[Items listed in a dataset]
--------------------------------

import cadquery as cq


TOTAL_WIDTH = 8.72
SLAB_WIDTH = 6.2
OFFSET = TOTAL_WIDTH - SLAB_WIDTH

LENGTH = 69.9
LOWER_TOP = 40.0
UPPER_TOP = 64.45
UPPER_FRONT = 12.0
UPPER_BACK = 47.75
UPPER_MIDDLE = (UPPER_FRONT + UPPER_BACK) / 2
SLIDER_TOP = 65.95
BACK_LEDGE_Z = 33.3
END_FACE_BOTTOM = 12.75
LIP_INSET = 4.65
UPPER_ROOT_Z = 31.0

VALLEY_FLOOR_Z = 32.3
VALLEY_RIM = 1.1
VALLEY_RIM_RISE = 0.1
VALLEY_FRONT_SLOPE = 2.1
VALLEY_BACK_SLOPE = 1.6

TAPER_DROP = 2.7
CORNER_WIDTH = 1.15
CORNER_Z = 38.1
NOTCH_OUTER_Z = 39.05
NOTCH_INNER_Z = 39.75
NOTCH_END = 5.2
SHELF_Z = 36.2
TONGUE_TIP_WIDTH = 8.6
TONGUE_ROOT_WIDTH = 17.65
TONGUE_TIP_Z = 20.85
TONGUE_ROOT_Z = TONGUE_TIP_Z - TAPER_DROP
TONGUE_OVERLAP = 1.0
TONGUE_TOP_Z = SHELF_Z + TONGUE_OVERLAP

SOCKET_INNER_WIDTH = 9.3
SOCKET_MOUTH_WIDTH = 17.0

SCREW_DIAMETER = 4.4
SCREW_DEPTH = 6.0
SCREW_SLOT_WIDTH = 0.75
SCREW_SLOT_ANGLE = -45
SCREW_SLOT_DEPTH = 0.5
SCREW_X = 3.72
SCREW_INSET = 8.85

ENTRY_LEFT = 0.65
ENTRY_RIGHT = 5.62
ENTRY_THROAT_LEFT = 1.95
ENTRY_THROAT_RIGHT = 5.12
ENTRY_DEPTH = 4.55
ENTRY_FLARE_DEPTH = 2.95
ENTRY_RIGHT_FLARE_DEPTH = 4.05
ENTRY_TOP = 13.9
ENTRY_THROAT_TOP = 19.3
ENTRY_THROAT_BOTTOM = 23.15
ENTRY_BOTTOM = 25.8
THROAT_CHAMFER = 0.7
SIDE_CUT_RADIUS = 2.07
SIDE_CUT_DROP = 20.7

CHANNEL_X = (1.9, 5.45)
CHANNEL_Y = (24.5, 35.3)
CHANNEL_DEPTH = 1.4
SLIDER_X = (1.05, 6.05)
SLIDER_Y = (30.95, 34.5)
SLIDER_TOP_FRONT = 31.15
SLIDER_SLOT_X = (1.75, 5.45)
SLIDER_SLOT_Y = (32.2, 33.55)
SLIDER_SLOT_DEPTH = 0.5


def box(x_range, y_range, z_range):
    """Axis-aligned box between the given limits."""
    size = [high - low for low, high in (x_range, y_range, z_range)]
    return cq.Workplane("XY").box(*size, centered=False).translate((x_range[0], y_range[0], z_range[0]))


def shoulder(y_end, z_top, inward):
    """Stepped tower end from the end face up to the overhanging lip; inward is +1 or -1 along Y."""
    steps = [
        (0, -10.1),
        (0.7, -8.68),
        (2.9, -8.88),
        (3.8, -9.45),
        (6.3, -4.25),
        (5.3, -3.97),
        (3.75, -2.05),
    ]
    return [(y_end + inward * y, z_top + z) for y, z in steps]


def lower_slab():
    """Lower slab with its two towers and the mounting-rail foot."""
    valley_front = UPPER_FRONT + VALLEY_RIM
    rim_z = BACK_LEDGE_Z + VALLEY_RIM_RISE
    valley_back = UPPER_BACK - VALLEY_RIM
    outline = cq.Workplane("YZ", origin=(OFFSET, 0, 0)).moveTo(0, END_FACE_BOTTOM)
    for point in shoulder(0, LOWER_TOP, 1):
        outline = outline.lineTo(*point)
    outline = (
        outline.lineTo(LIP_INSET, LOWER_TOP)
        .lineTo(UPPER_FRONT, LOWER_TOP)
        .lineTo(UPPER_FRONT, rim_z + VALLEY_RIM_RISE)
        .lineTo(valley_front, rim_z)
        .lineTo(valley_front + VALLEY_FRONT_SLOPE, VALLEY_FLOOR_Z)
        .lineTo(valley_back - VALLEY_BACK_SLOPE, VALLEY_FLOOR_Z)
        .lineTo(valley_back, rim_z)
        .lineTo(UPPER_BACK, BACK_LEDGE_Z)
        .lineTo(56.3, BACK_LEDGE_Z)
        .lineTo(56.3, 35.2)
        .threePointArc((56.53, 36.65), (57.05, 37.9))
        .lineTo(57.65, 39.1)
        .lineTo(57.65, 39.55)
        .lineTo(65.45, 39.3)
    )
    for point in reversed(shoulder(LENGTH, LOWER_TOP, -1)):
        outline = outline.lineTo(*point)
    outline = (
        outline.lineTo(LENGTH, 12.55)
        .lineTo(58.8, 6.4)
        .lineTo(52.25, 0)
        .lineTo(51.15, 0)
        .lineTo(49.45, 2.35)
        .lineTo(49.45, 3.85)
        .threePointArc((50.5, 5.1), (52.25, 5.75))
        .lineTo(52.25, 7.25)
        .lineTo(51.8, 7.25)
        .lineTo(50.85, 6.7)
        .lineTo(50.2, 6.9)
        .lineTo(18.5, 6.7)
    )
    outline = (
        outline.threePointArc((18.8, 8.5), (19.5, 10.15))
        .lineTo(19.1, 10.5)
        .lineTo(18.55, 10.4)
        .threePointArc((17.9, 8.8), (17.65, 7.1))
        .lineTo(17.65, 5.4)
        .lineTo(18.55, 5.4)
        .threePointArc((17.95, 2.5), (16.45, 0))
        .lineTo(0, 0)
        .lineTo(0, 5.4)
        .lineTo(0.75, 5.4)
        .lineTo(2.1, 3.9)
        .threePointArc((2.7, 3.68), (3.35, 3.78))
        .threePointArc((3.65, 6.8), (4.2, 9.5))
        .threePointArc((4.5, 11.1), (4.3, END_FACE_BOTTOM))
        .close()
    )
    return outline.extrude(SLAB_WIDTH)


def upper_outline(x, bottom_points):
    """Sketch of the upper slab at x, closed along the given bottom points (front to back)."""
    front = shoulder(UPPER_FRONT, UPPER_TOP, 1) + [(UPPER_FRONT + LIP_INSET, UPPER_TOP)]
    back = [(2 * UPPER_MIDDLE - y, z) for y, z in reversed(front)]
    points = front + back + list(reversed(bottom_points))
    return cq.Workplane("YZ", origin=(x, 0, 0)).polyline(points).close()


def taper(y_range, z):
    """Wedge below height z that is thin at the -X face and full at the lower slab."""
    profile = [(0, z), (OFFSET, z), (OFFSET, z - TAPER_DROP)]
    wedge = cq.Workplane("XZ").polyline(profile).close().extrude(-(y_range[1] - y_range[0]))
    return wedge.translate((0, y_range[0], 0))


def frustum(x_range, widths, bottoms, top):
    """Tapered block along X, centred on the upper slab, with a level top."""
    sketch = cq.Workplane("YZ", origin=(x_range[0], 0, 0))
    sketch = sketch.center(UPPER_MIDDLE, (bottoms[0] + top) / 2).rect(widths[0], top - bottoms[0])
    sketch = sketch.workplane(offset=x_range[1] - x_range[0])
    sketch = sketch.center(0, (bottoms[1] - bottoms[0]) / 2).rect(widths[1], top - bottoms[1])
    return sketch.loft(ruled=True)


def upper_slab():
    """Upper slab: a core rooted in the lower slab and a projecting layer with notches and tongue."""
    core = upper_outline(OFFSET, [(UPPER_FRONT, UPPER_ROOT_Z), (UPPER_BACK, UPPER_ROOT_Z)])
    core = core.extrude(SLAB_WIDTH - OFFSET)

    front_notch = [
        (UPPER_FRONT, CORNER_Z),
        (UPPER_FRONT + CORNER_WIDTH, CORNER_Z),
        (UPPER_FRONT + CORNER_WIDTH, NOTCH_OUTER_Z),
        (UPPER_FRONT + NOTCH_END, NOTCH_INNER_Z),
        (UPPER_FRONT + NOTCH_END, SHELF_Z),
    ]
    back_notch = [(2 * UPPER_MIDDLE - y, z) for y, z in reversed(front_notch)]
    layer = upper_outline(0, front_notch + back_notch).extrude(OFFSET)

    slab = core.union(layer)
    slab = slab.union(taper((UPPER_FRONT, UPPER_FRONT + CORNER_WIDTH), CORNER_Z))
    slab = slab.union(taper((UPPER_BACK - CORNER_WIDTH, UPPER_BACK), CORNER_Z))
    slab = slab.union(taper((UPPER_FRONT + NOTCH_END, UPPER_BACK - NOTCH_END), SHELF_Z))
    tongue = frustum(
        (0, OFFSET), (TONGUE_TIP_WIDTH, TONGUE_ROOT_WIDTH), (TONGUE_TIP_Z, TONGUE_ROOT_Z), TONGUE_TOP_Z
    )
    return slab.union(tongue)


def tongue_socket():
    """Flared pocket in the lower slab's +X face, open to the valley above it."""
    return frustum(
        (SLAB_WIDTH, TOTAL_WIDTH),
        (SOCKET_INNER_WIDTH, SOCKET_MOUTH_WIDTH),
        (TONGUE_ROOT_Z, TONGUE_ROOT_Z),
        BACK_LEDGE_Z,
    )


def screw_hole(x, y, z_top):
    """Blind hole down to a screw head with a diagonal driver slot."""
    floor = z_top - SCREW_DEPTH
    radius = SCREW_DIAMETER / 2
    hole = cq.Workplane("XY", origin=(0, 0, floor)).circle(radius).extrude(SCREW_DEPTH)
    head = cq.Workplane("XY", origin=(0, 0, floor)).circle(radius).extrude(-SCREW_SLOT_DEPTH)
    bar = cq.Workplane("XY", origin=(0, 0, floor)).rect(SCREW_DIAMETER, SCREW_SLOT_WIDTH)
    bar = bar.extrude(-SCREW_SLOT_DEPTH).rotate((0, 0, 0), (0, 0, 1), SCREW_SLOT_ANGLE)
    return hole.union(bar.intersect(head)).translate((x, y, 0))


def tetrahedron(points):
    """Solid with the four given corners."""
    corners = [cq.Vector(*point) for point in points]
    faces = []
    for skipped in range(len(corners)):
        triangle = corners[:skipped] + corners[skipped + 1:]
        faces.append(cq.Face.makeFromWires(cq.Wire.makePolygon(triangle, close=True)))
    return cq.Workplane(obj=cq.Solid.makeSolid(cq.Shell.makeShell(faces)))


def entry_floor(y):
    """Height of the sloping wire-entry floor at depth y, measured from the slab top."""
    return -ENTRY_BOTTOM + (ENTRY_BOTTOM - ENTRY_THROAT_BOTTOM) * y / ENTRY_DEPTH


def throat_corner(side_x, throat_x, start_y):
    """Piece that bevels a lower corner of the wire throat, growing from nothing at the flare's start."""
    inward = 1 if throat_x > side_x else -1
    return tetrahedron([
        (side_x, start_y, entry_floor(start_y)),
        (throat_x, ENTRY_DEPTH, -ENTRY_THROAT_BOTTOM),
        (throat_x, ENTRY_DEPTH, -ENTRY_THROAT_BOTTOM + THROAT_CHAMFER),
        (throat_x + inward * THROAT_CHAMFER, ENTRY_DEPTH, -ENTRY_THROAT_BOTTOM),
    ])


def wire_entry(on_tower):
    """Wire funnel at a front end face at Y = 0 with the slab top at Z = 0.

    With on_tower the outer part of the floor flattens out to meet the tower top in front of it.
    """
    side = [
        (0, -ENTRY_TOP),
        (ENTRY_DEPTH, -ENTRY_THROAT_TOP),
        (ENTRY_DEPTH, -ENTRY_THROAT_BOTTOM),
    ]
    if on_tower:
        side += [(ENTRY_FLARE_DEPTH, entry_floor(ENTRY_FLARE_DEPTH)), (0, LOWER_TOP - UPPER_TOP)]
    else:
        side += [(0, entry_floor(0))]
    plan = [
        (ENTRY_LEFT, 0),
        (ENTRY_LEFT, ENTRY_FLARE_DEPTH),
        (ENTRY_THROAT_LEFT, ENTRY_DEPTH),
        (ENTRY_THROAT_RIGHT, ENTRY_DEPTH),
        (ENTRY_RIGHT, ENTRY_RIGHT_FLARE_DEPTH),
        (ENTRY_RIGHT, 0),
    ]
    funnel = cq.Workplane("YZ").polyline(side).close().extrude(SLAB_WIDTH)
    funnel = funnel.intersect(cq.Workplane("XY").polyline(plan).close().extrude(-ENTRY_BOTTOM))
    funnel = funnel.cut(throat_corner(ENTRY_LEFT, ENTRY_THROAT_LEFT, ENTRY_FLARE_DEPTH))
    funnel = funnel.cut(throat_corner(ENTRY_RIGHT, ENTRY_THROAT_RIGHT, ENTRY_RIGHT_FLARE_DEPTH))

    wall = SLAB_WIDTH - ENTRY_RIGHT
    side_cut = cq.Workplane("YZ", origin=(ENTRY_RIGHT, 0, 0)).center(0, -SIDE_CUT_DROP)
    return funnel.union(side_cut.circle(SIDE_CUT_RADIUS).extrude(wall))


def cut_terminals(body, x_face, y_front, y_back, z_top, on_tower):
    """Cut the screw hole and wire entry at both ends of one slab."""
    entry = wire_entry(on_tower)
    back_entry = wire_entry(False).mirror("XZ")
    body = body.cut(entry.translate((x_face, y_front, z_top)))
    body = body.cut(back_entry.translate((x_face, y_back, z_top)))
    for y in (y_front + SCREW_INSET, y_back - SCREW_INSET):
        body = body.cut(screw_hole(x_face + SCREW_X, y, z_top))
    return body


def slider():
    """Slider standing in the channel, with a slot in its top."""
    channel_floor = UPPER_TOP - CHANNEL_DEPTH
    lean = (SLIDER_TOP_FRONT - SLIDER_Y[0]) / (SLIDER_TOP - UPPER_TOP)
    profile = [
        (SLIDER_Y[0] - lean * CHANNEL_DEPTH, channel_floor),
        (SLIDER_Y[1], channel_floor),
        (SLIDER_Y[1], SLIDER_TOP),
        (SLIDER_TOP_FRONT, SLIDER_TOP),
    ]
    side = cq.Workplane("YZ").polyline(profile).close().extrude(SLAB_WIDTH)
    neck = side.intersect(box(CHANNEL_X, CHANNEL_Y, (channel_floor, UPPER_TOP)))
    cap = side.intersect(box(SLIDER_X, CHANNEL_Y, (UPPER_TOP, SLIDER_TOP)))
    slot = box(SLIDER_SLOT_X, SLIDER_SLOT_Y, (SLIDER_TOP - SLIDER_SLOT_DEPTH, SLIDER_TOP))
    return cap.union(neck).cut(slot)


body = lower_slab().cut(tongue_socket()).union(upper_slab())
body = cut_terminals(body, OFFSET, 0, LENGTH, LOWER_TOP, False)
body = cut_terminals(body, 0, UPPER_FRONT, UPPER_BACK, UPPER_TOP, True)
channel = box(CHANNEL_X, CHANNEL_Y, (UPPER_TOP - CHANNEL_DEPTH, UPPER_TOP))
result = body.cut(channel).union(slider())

--------------------------------

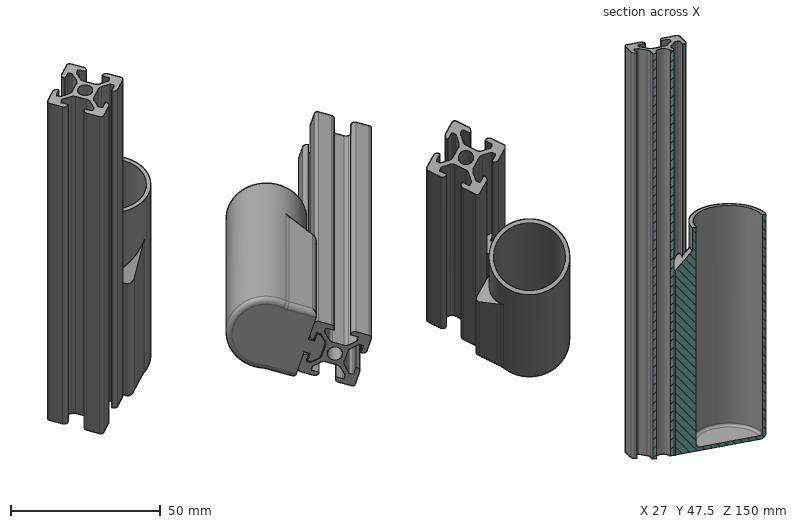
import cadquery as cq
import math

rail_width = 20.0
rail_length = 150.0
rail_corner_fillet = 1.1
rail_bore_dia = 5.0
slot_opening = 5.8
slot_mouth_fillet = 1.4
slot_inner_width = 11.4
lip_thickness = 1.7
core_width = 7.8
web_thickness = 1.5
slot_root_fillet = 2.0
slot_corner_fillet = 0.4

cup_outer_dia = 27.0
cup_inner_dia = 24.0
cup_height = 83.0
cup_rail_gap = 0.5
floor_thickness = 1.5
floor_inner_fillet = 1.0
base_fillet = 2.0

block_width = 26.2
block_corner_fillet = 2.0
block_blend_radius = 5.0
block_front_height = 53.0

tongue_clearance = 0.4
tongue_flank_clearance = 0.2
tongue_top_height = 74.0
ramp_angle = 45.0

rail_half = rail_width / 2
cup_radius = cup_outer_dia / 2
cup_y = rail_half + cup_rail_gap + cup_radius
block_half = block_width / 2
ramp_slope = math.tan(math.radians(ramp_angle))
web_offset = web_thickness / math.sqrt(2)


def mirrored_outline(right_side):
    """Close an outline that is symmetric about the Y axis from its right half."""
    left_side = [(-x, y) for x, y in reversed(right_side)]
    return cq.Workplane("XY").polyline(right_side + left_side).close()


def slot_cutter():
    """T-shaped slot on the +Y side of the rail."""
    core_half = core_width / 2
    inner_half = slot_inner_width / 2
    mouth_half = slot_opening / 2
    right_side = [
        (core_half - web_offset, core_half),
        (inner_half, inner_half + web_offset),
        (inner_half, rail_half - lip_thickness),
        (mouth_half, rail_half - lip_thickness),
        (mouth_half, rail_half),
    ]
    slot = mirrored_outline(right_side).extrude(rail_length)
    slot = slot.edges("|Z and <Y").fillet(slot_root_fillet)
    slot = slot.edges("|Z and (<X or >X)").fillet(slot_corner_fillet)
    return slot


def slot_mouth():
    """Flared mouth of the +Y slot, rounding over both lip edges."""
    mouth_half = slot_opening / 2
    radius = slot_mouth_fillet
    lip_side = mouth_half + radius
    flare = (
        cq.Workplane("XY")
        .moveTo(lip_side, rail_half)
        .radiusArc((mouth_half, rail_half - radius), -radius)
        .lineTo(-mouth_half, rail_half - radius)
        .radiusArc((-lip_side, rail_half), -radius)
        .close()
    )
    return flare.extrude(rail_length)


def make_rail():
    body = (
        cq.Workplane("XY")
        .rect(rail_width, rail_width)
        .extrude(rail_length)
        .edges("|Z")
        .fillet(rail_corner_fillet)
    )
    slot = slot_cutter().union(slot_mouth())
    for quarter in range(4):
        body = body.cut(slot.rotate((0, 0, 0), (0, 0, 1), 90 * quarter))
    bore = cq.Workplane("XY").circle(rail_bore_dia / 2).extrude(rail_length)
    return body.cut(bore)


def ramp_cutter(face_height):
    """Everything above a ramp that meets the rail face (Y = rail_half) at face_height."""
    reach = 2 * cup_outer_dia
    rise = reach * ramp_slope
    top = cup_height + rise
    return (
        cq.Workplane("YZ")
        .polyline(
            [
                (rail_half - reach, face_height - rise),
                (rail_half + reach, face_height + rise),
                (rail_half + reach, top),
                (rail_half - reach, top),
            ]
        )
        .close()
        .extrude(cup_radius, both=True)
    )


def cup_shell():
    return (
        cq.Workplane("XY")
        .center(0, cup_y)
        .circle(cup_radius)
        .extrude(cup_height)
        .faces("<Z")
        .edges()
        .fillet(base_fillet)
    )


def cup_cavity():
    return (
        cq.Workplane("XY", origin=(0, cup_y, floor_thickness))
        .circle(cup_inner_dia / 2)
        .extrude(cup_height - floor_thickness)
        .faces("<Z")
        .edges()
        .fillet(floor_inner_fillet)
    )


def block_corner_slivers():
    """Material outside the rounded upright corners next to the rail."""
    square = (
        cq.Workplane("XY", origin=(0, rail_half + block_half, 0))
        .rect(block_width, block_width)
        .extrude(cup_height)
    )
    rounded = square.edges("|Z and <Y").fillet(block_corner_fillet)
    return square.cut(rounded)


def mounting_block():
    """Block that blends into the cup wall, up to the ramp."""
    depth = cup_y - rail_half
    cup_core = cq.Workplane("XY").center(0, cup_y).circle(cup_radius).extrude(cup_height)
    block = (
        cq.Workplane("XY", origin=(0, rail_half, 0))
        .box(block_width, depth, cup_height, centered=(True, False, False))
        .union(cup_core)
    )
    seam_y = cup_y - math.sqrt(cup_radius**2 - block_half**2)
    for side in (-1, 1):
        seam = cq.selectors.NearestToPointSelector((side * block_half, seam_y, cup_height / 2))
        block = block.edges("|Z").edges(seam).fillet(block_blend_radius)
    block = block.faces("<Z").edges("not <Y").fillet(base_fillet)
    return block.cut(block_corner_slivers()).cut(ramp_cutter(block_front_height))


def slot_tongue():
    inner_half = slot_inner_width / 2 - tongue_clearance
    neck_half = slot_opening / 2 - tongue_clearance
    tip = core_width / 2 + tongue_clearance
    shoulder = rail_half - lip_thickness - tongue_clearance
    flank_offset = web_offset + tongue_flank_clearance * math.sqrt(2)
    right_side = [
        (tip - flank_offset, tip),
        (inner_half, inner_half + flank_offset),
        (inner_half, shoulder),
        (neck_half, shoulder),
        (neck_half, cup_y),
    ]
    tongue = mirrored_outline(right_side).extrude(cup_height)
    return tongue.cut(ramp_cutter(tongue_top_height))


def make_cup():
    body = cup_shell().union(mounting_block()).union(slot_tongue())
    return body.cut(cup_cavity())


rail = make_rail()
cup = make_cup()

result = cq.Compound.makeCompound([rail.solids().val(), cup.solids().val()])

--------------------------------

TASK TO COMPLETE. From the line holding "back_notch = [(2" to the line holding "radius = SCREW_DIAMETER / 2", inclusive, restate each line above exactly as written.

RESPONSE TO THIS EXERCISE.
    back_notch = [(2 * UPPER_MIDDLE - y, z) for y, z in reversed(front_notch)]
    layer = upper_outline(0, front_notch + back_notch).extrude(OFFSET)

    slab = core.union(layer)
    slab = slab.union(taper((UPPER_FRONT, UPPER_FRONT + CORNER_WIDTH), CORNER_Z))
    slab = slab.union(taper((UPPER_BACK - CORNER_WIDTH, UPPER_BACK), CORNER_Z))
    slab = slab.union(taper((UPPER_FRONT + NOTCH_END, UPPER_BACK - NOTCH_END), SHELF_Z))
    tongue = frustum(
        (0, OFFSET), (TONGUE_TIP_WIDTH, TONGUE_ROOT_WIDTH), (TONGUE_TIP_Z, TONGUE_ROOT_Z), TONGUE_TOP_Z
    )
    return slab.union(tongue)


def tongue_socket():
    """Flared pocket in the lower slab's +X face, open to the valley above it."""
    return frustum(
        (SLAB_WIDTH, TOTAL_WIDTH),
        (SOCKET_INNER_WIDTH, SOCKET_MOUTH_WIDTH),
        (TONGUE_ROOT_Z, TONGUE_ROOT_Z),
        BACK_LEDGE_Z,
    )


def screw_hole(x, y, z_top):
    """Blind hole down to a screw head with a diagonal driver slot."""
    floor = z_top - SCREW_DEPTH
    radius = SCREW_DIAMETER / 2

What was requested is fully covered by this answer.